# Anybody want ladybug help?



## boring (Mar 2, 2018)

I have like 50 yellow and 70 pink ladybugs so does anybody need them?? 
Just add me on PC (4017-6396-356) and comment your pc name and what bugs you need the most ♥
I don't need any tbt in return or whatever but I appreciate the gesture 

(I don't have any of the ladybugs released this morning (4/3) to spare yet but ill try to get my supply up asap  )


----------



## kbednarczyk (Mar 2, 2018)

I could use some yellow ladybugs my PC name is Katie, I have added you.

Thank you!


----------



## lPeachy (Mar 2, 2018)

I can use either really but need yellow the most, I'll add you~
(I'll show up as indigo just fyi)


----------



## That Marshal Fangirl (Mar 2, 2018)

Hi!  I could really use yellow ladybugs.  I'll send you a request.  My in-game name's Emmaka.


----------



## ESkill (Mar 2, 2018)

I'll jump on your thread to make it easier (instead of like 8 different threads offering help) 
I have a lot of pink ladybugs I can give to anyone who needs them.


----------



## Skykoi (Mar 2, 2018)

I'm Oatly.
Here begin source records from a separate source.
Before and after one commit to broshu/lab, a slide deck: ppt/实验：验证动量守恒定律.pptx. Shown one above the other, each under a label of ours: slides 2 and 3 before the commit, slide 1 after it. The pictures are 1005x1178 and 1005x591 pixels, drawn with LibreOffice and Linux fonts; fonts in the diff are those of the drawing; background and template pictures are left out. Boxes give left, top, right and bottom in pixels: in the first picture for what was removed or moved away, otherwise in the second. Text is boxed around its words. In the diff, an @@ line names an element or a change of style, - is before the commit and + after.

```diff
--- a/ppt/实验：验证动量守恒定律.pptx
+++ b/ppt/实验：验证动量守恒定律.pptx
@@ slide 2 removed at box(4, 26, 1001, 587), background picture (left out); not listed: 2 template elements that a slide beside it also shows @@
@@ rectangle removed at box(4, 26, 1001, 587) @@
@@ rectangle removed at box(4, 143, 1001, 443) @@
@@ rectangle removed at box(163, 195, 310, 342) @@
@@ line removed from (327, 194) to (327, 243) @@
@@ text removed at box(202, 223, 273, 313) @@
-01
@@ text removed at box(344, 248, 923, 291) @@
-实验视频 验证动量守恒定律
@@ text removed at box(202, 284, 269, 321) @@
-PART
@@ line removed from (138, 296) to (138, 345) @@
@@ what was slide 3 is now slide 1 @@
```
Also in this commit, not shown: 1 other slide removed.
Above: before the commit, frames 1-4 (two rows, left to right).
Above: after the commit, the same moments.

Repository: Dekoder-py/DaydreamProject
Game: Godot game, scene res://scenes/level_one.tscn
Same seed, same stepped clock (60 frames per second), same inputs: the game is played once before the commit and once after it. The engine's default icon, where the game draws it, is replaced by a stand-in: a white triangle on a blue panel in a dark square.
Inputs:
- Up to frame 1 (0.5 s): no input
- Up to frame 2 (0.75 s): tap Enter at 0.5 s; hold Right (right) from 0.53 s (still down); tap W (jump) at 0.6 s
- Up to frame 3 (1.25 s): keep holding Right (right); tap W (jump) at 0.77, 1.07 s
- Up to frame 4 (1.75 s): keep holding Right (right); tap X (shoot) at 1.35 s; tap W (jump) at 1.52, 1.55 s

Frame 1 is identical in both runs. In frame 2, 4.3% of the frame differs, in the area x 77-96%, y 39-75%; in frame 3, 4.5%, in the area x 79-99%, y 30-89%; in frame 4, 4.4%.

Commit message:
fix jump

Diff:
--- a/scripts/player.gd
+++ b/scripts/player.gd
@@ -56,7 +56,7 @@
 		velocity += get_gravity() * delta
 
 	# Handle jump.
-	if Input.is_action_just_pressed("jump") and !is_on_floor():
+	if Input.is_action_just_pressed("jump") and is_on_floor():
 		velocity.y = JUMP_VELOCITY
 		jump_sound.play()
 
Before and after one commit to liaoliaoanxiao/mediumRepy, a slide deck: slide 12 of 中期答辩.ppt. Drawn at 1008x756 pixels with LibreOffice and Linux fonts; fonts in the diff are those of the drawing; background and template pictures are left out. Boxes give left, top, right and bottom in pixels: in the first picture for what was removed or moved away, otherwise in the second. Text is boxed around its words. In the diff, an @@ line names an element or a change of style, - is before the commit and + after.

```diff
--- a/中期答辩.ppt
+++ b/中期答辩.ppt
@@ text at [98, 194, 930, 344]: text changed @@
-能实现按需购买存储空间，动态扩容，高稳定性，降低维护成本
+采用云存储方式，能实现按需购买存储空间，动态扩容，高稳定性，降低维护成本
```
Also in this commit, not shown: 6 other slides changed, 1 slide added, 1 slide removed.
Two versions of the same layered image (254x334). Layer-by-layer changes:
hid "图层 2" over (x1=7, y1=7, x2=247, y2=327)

Yellow lady bugs would help so much T__T


----------



## ahousar97 (Mar 2, 2018)

I really need some help getting yellow butterflies if you don't mind. My name on PC is Ren.


----------



## boring (Mar 3, 2018)

I sent you all some bugs!!


----------



## Nuggets (Mar 3, 2018)

I could really use some as many yellow ladybugs as you could provide! My name on PC is Bear


----------



## boring (Mar 3, 2018)

I've now officially completed (what i assume is) the first half of the event!!;I still have 35 yellow and 84 pink to share!! Just add me + comment what you need


----------



## Ably.Saucey (Mar 3, 2018)

I could use a buggy or two!
My name is Heidi, my code is 1984-1656-516.
Let me know if you give me any, I'll give you some bells.


----------



## Ably.Saucey (Mar 3, 2018)

I could use a buggy or two!
My name is Heidi, my code is 1984-1656-516.
Let me know if you give me any, I'll give you some bells.


----------



## madzilla84 (Mar 4, 2018)

I would love any you can spare!! I'm at 3916-5555-190. I've been having rotten luck this event. 

ETA: if anyone else needs bugs let me know!


----------